まあ、そもそも、この「君の名は。」を見に行こうと思ったのも、山本が見たい見たいと何度も言うからだったのです。
正直に言ってしまうと、私はジブリ信者的なところがあります。なので、どんなに世間で評価されているアニメ映画があっても、「そんなこと言ってなんだかんだジブリほどの面白さではないんでしょ」と思ってしまうのです。だから、今回の「君の名は。」も、まあそれほどではないと予想していたというか、もっと正確に言うと、「それほどではないことを期待していた」というか。まあ、そういう部分があったので、あんまり見るつもりはなかったし、全然期待していませんでした。
けれど、山本が一週間前くらいからずっと「君の名は。見たい!」「今日こそ君の名は。見に行く!」「今日も見れなかった」と、ずっと呪文のようにキミノナハ、キミノナハ、と言っているうえに、福岡スタッフの大山(23歳・男子)もめちゃくちゃ面白かったと話していて、この前福岡で開催した映画ラボでも、年間何百本と映画を見るという映画フリークの男性二人が「めちゃくちゃよかった」と言っていたので、これはもう見なければならないと思ったのです。見ないと話題に乗り切れん、ここで行かなかったらきっと、「君の名は。」を一人で見て、興奮気味に帰ってきた山本が、「めっちゃ面白かった!! やばい!! やばい!! 本当面白すぎた!!」と言いながら、すでに映画を見たスタッフ大山と、店舗で大いに盛り上がり、私が置いてけぼり感を味わうことに間違いないのです。私はそういう疎外感を感じるのが死ぬほど嫌いなのです。だから、山本と一緒に観に行くことにしました。作品がつまらないことよりも、仲間から置いてけぼりを食らうことのほうがずっと苦痛です。
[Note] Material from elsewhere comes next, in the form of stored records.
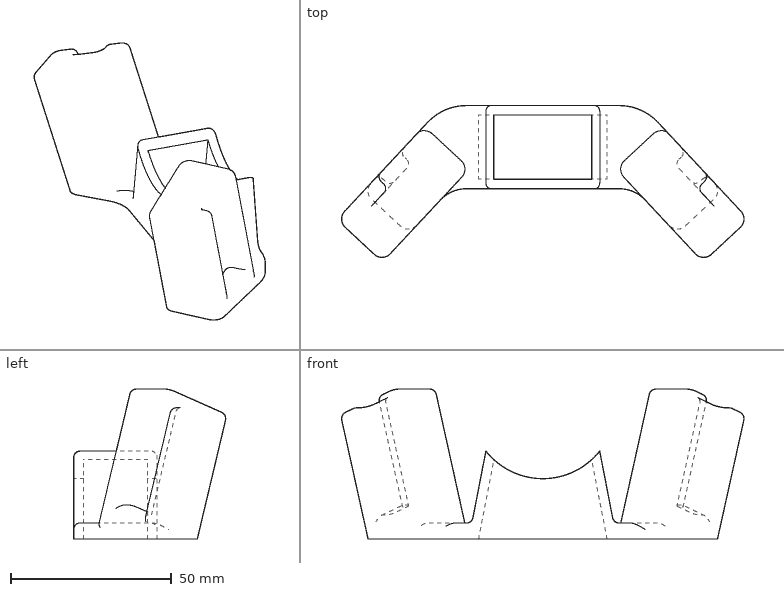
import cadquery as cq
import math

edge_fillet = 2.0

frame_depth = 26.0
wall = 3.0
saddle_base_half = 23.0
saddle_taper = math.radians(11.0)
saddle_height = 29.3
cradle_radius = 22.5
cradle_bottom = 18.8

arm_angle = 47.0
arm_thickness = 5.0
arm_width = 19.4
arm_back_corner = 31.0
bend_start = 23.8

lean_angle = 18.0
post_length = 28.0
post_height = 40.6
post_reach = 57.7
post_corner = 3.5

groove_width = 10.0
groove_depth = 5.0
groove_floor = 5.0
groove_corner = 2.0

ground_size = 376.0
ground_height = 125.3

tolerance = 0.01

arm_turn = math.radians(arm_angle)
arm_back = arm_back_corner * math.sin(arm_turn)
arm_front = arm_back - arm_width
arm_middle = arm_front + arm_width / 2
arm_front_corner = (arm_front + frame_depth * math.cos(arm_turn)) / math.sin(arm_turn)
arm_end = post_reach - 2 * post_corner


def arm_point(along, across):
    """Plan position of a point given along and across the right arm."""
    x = along * math.cos(arm_turn) + across * math.sin(arm_turn)
    y = across * math.cos(arm_turn) - along * math.sin(arm_turn)
    return x, y


def bend(corner_x, y):
    """Start, middle and end of the arc that turns a straight edge into the arm."""
    radius = (corner_x - bend_start) / math.tan(arm_turn / 2)

    def at(turn):
        return bend_start + radius * math.sin(turn), y - radius * (1 - math.cos(turn))

    return at(0), at(arm_turn / 2), at(arm_turn)


def make_arm():
    """Right half of the flat base, square-edged."""
    back_start, back_middle, back_end = bend(arm_back_corner, 0)
    front_start, front_middle, front_end = bend(arm_front_corner, -frame_depth)
    return (
        cq.Workplane("XY")
        .lineTo(*back_start)
        .threePointArc(back_middle, back_end)
        .lineTo(*arm_point(arm_end, arm_back))
        .lineTo(*arm_point(arm_end, arm_front))
        .lineTo(*front_end)
        .threePointArc(front_middle, front_start)
        .lineTo(0, -frame_depth)
        .close()
        .extrude(arm_thickness)
    )


def tapered_block(base_half, depth, y):
    """Block with sloping sides, as tall as the saddle, reaching from y towards -Y."""
    top_half = base_half - saddle_height * math.tan(saddle_taper)
    outline = [(-base_half, 0), (base_half, 0), (top_half, saddle_height), (-top_half, saddle_height)]
    return cq.Workplane("XZ", origin=(0, y, 0)).polyline(outline).close().extrude(depth)


def arm_top_edges(base):
    """Edges that lie in the upper face of the arms."""
    edges = base.faces("|Z").edges().vals()
    return [edge for edge in edges if abs(edge.Center().z - arm_thickness) < tolerance]


def make_base():
    """Both arms and the solid saddle, with coved saddle feet and rounded arm edges."""
    arm = make_arm()
    saddle = tapered_block(saddle_base_half, frame_depth, 0)
    base = arm.union(arm.mirror("YZ")).union(saddle)
    feet = [
        edge
        for edge in arm_top_edges(base)
        if abs(edge.Center().x) < bend_start and edge.Length() > frame_depth / 2
    ]
    base = base.newObject(feet).fillet(edge_fillet)
    end_x = arm_point(arm_end, arm_middle)[0]
    rims = [
        edge
        for edge in arm_top_edges(base)
        if abs(abs(edge.Center().x) - end_x) > tolerance
        and abs(edge.Center().y + frame_depth / 2) > tolerance
    ]
    return base.newObject(rims).fillet(edge_fillet)


def hollow_saddle(base):
    """Cut the cradle and the window through the saddle."""
    inset = wall / math.cos(saddle_taper)
    cradle = (
        cq.Workplane("XZ")
        .center(0, cradle_bottom + cradle_radius)
        .circle(cradle_radius)
        .extrude(frame_depth)
    )
    window = tapered_block(saddle_base_half - inset, frame_depth - 2 * wall, -wall)
    return base.cut(cradle).cut(window)


def make_post():
    """Right post: a rounded grooved block, leaned outwards and cut off at the ground."""
    root = post_length * math.tan(math.radians(lean_angle))
    block = (
        cq.Workplane("XY")
        .box(post_length, arm_width, post_height + root, centered=(True, True, False))
        .translate((-post_length / 2, 0, -root))
        .edges("|Z")
        .fillet(post_corner)
    )
    groove = (
        cq.Workplane("XY")
        .box(groove_width, 2 * groove_depth, post_height, centered=(True, True, False))
        .translate((-post_length / 2, arm_width / 2, groove_floor))
        .edges("|Z and <Y")
        .fillet(groove_corner)
    )
    block = block.cut(groove)
    back = arm_width / 2
    mouth = [
        edge
        for edge in block.edges().vals()
        if abs(edge.Center().y - back) < tolerance
        and abs(edge.Center().x + post_length / 2) < groove_width / 2 + tolerance
        and groove_floor - tolerance < edge.Center().z < post_height - tolerance
    ]
    block = block.newObject(mouth + block.faces(">Z").edges().vals()).fillet(edge_fillet)
    above_ground = cq.Workplane("XY").box(
        ground_size, ground_size, ground_height, centered=(True, True, False)
    )
    return (
        block.rotate((0, 0, 0), (0, 1, 0), lean_angle)
        .translate((post_reach, arm_middle, 0))
        .rotate((0, 0, 0), (0, 0, 1), -arm_angle)
        .intersect(above_ground)
    )


post = make_post()
result = hollow_saddle(make_base()).union(post).union(post.mirror("YZ"))
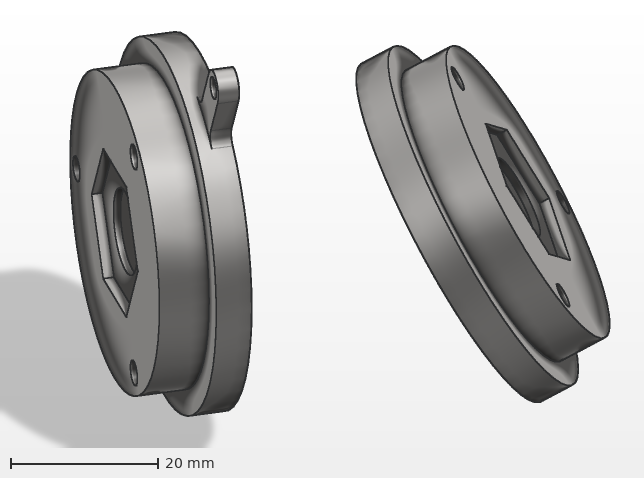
import cadquery as cq
import math

flange_diameter = 52.0
flange_thickness = 5.0
hub_diameter = 44.8
hub_thickness = 7.0

screw_hole_diameter = 3.5
screw_circle_radius = 19.2
screw_hole_angles = (60, 180, 300)

hex_across_flats = 20.0
hex_depth = 1.5
round_recess_diameter = 12.0
round_recess_depth = 1.0

arm_angle = 60
arm_reach = 34.5
arm_tip_radius = 2.5
arm_thickness = 3.0
arm_root_fillet = 2.0
arm_hole_diameter = 3.1
arm_hole_depth = 2.0

total_thickness = flange_thickness + hub_thickness
flange_radius = flange_diameter / 2


def plane_at(y):
    """XZ sketch plane at depth y; positive extrusion goes toward -Y."""
    return cq.Workplane("XZ", origin=(0, y, 0))


def polar_point(radius, angle):
    """Point in the disc plane at an angle in degrees from +X."""
    angle_rad = math.radians(angle)
    return radius * math.cos(angle_rad), radius * math.sin(angle_rad)


def make_disc():
    flange = plane_at(total_thickness).circle(flange_radius).extrude(flange_thickness)
    hub = plane_at(hub_thickness).circle(hub_diameter / 2).extrude(hub_thickness)
    return flange.union(hub)


def make_arm():
    """Rounded arm along +X with concave root fillets, turned to its angle."""
    center_offset = arm_tip_radius + arm_root_fillet
    center_distance = flange_radius + arm_root_fillet
    center_x = math.sqrt(center_distance**2 - center_offset**2)
    rim_scale = flange_radius / center_distance
    rim_x = center_x * rim_scale
    rim_y = center_offset * rim_scale

    side_direction = -math.pi / 2
    rim_direction = math.atan2(-center_offset, -center_x)
    middle_direction = (side_direction + rim_direction) / 2
    middle_x = center_x + arm_root_fillet * math.cos(middle_direction)
    middle_y = center_offset + arm_root_fillet * math.sin(middle_direction)

    arm = (
        plane_at(total_thickness)
        .moveTo(0, rim_y)
        .lineTo(rim_x, rim_y)
        .threePointArc((middle_x, middle_y), (center_x, arm_tip_radius))
        .lineTo(arm_reach, arm_tip_radius)
        .threePointArc((arm_reach + arm_tip_radius, 0), (arm_reach, -arm_tip_radius))
        .lineTo(center_x, -arm_tip_radius)
        .threePointArc((middle_x, -middle_y), (rim_x, -rim_y))
        .lineTo(0, -rim_y)
        .close()
        .extrude(arm_thickness)
    )
    return arm.rotate((0, 0, 0), (0, -1, 0), arm_angle)


def make_screw_holes():
    centers = [polar_point(screw_circle_radius, angle) for angle in screw_hole_angles]
    return (
        plane_at(total_thickness)
        .pushPoints(centers)
        .circle(screw_hole_diameter / 2)
        .extrude(total_thickness)
    )


def make_center_recess():
    hex_across_corners = hex_across_flats / math.cos(math.pi / 6)
    full_depth = hex_depth + round_recess_depth
    hex_recess = plane_at(hex_depth).polygon(6, hex_across_corners).extrude(hex_depth)
    round_recess = plane_at(full_depth).circle(round_recess_diameter / 2).extrude(full_depth)
    return hex_recess.union(round_recess)


def make_arm_hole():
    """Blind hole at the arm tip, open toward the hub side."""
    arm_front = total_thickness - arm_thickness
    return (
        plane_at(arm_front + arm_hole_depth)
        .center(*polar_point(arm_reach, arm_angle))
        .circle(arm_hole_diameter / 2)
        .extrude(arm_hole_depth)
    )


result = (
    make_disc()
    .union(make_arm())
    .cut(make_screw_holes())
    .cut(make_center_recess())
    .cut(make_arm_hole())
)
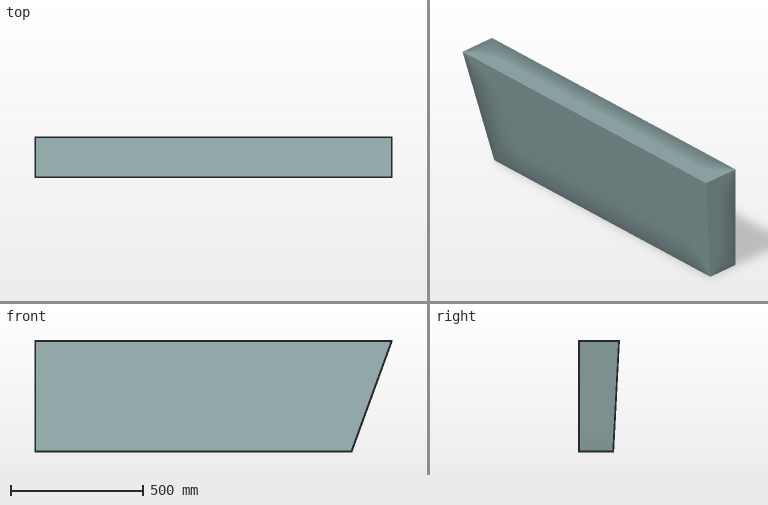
import cadquery as cq
import math

top_length = 1350.3
top_thickness = 152.4
height = 419.1

end_angle = 20.0
back_angle = 3.0

end_inset = height * math.tan(math.radians(end_angle))
back_inset = height * math.tan(math.radians(back_angle))


def cross_section():
    """Slab whose back (+Y) face leans inward toward the bottom, with square ends."""
    return (
        cq.Workplane("YZ")
        .polyline([
            (0, 0),
            (top_thickness - back_inset, 0),
            (top_thickness, height),
            (0, height),
        ])
        .close()
        .extrude(top_length)
    )


def end_profile():
    """Side outline with the raked +X end, running through the full thickness."""
    return (
        cq.Workplane("XZ")
        .polyline([
            (0, 0),
            (top_length - end_inset, 0),
            (top_length, height),
            (0, height),
        ])
        .close()
        .extrude(-top_thickness)
    )


result = cross_section().intersect(end_profile())
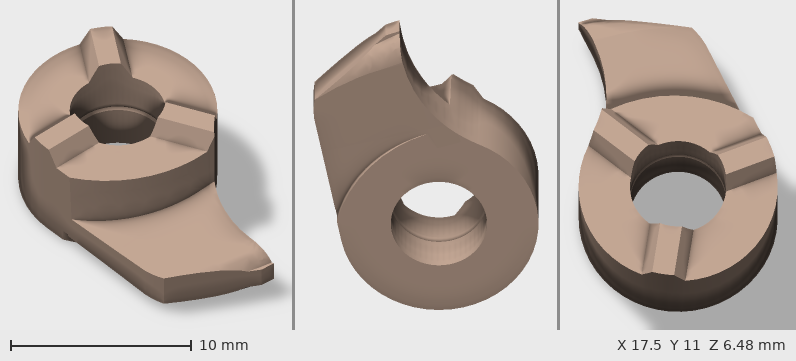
import cadquery as cq
import math

HUB_DIAMETER = 11.0
HUB_RADIUS = HUB_DIAMETER / 2
BORE_RADIUS = 2.66
HUB_HEIGHT = 5.32
TOP_RELIEF_DRAFT = 1.5

TOOTH_HEIGHT = 1.02
TOOTH_BASE_WIDTH = 2.45
TOOTH_TOP_WIDTH = 1.22
TOOTH_ANGLES = (30, 150, 270)
TOTAL_HEIGHT = HUB_HEIGHT + TOOTH_HEIGHT

BACK_ANGLE = math.radians(-85)
RAKE_START_ANGLE = math.radians(39.5)
BACK_TANGENT = (HUB_RADIUS * math.cos(BACK_ANGLE), HUB_RADIUS * math.sin(BACK_ANGLE))
BACK_END = (7.66, -4.85)
HEEL_MID = (8.52, -4.72)
HEEL = (9.31, -4.43)
FLANK_END = (11.94, 0.42)
TIP = (17.5 - HUB_RADIUS, 1.25)
RAKE_MID = (8.14, 1.15)
RAKE_START = (HUB_RADIUS * math.cos(RAKE_START_ANGLE), HUB_RADIUS * math.sin(RAKE_START_ANGLE))

BLADE_MID_Z = 1.33
BEND_X = 5.95
BEND_Y = 1.26
BEND_HALF = 1.356
INNER_SLOPE = 0.02
OUTER_SLOPE = 0.03
CLEARANCE_SLOPE = 0.079
TIP_RADIUS = 1.49
TIP_CENTRE_X = TIP[0] - TIP_RADIUS
TIP_RADIUS_SLOPE = 0.08
TIP_SETBACK_LINEAR = 0.07
TIP_SETBACK_QUADRATIC = 0.032
TIP_STATIONS = (2.62, 0.88, -0.88, -2.62, -4.38, -6.12)

TOP_RELIEF = ((2.2, -5.32), (4.85, -2.1), (5.53, 1.98))
BOTTOM_RELIEF = ((1.73, -5.37), (4.69, -2.36), (5.65, 1.98))

TOP_RELIEF_Z = 1.92
BOTTOM_RELIEF_Z = 0.7

RING_BOTTOM_Z = 2.5
RING_LAND = 0.1
RING_CHAMFER_HEIGHT = 0.18
RING_CHAMFER_DEPTH = 0.1
RING_WALL = 0.35
RING_TOP_Z = RING_BOTTOM_Z + RING_LAND + RING_CHAMFER_HEIGHT
RING_OUTER_RADIUS = BORE_RADIUS + RING_WALL
LIP_HEIGHT = 0.33
LIP_ARC_RADIUS = (RING_CHAMFER_DEPTH ** 2 + LIP_HEIGHT ** 2) / (2 * RING_CHAMFER_DEPTH)
LIP_TOP_Z = RING_TOP_Z + LIP_HEIGHT

REACH = 7.88


def outline_prism(bottom, top):
    return (
        cq.Workplane("XY").workplane(offset=bottom)
        .moveTo(*RAKE_START)
        .threePointArc((-HUB_RADIUS, 0), BACK_TANGENT)
        .lineTo(*BACK_END)
        .threePointArc(HEEL_MID, HEEL)
        .lineTo(*FLANK_END)
        .lineTo(*TIP)
        .threePointArc(RAKE_MID, RAKE_START)
        .close()
        .extrude(top - bottom)
    )


def blade_section(x):
    """Closed wire across the blade at x, tapering towards the back."""
    slope = INNER_SLOPE if x < BEND_X else OUTER_SLOPE
    half = BEND_HALF + slope * (x - BEND_X)
    back_half = half - CLEARANCE_SLOPE * (BEND_Y + REACH)
    corners = [
        (-REACH, -back_half), (BEND_Y, -half), (REACH, -half),
        (REACH, half), (BEND_Y, half), (-REACH, back_half),
    ]
    return cq.Wire.makePolygon([cq.Vector(x, y, BLADE_MID_Z + z) for y, z in corners], close=True)


def tip_section(y):
    """Closed wire at y with a full-radius end, shrinking towards the back."""
    radius = TIP_RADIUS + TIP_RADIUS_SLOPE * (y - TIP[1])
    distance = TIP[1] - y
    centre = TIP_CENTRE_X - TIP_SETBACK_LINEAR * distance - TIP_SETBACK_QUADRATIC * distance ** 2
    return (
        cq.Workplane("XZ", origin=(0, y, BLADE_MID_Z))
        .moveTo(0, -radius)
        .lineTo(centre, -radius)
        .threePointArc((centre + radius, 0), (centre, radius))
        .lineTo(0, radius)
        .close()
        .wires().val()
    )


def make_blade():
    stations = (RAKE_START[0] / 2, BEND_X, TIP[0] + 0.18)
    sections = [blade_section(x) for x in stations]
    thickness = cq.Workplane(cq.Solid.makeLoft(sections[:2], True))
    thickness = thickness.union(cq.Workplane(cq.Solid.makeLoft(sections[1:], True)))
    round_end = cq.Solid.makeLoft([tip_section(y) for y in TIP_STATIONS], False)
    return outline_prism(-REACH, REACH).intersect(thickness).intersect(cq.Workplane(round_end))


def relief(arc, start_z, depth, draft):
    """Region beyond a relief arc, extruded from start_z."""
    back, middle, rake = arc
    far = TIP[0] + REACH
    return (
        cq.Workplane("XY").workplane(offset=start_z)
        .moveTo(back[0], -REACH)
        .lineTo(*back)
        .threePointArc(middle, rake)
        .lineTo(rake[0], REACH)
        .lineTo(far, REACH)
        .lineTo(far, -REACH)
        .close()
        .extrude(depth, taper=draft)
    )


def make_tooth(angle):
    half_base = TOOTH_BASE_WIDTH / 2
    half_top = TOOTH_TOP_WIDTH / 2
    return (
        cq.Workplane("YZ")
        .polyline([
            (-half_base, HUB_HEIGHT), (half_base, HUB_HEIGHT),
            (half_top, TOTAL_HEIGHT), (-half_top, TOTAL_HEIGHT),
        ])
        .close()
        .extrude(REACH)
        .rotate((0, 0, 0), (0, 0, 1), angle)
    )


def make_hub():
    hub = outline_prism(0, HUB_HEIGHT)
    tooth_bounds = outline_prism(HUB_HEIGHT, TOTAL_HEIGHT)
    for angle in TOOTH_ANGLES:
        hub = hub.union(make_tooth(angle).intersect(tooth_bounds))
    hub = hub.cut(relief(TOP_RELIEF, TOTAL_HEIGHT, TOP_RELIEF_Z - TOTAL_HEIGHT, TOP_RELIEF_DRAFT))
    return hub.cut(relief(BOTTOM_RELIEF, 0, BOTTOM_RELIEF_Z, 0))


def make_ring():
    return (
        cq.Workplane("XZ")
        .polyline([
            (BORE_RADIUS, RING_BOTTOM_Z),
            (RING_OUTER_RADIUS, RING_BOTTOM_Z),
            (RING_OUTER_RADIUS, RING_TOP_Z),
            (BORE_RADIUS + RING_CHAMFER_DEPTH, RING_TOP_Z),
            (BORE_RADIUS, RING_BOTTOM_Z + RING_LAND),
        ])
        .close()
        .revolve(360, (0, 0), (0, 1))
    )


def make_groove():
    """Ring groove whose upper lip curves tangentially into the bore."""
    lip_mid_z = LIP_TOP_Z - LIP_HEIGHT / 2
    lip_mid_depth = LIP_ARC_RADIUS - math.sqrt(LIP_ARC_RADIUS ** 2 - (LIP_HEIGHT / 2) ** 2)
    return (
        cq.Workplane("XZ")
        .moveTo(0, RING_BOTTOM_Z)
        .lineTo(RING_OUTER_RADIUS, RING_BOTTOM_Z)
        .lineTo(RING_OUTER_RADIUS, RING_TOP_Z)
        .lineTo(BORE_RADIUS + RING_CHAMFER_DEPTH, RING_TOP_Z)
        .threePointArc((BORE_RADIUS + lip_mid_depth, lip_mid_z), (BORE_RADIUS, LIP_TOP_Z))
        .lineTo(0, LIP_TOP_Z)
        .close()
        .revolve(360, (0, 0), (0, 1))
    )


def make_insert():
    bore = cq.Workplane("XY").workplane(offset=-REACH).circle(BORE_RADIUS).extrude(REACH + TOTAL_HEIGHT)
    return make_hub().union(make_blade()).cut(bore).cut(make_groove())


insert = make_insert()
ring = make_ring()

result = cq.Compound.makeCompound([insert.solids().val(), ring.val()])

なので、映画館について「いや〜めっちゃ楽しみ!!」と言っている山本とは対照的に、私は「いや、期待しないで見たほうがいい」と何度も言っていました。本当に期待していなかったんです。全然。どうしてかはわからないですが、はじまるまで「どうせ面白くないんでしょ」と思いながら席に座ったんです。
が、しかし、ですよ。
「めっっっっっっっっちゃよかった」
もう、なんだか、興奮しすぎて、私は自分の顔面を手で覆ってしまっていました。
「やばいわ、これ、マジで」
言葉を抑えることができない。
本当面白いっていうかなんていうか、もう。本当、もう。なんか、もう、もう!!!!
みたいな。
で、おそらく同じように死ぬほど興奮しているだろう山本と語り合うべく、隣の席を見たわけです。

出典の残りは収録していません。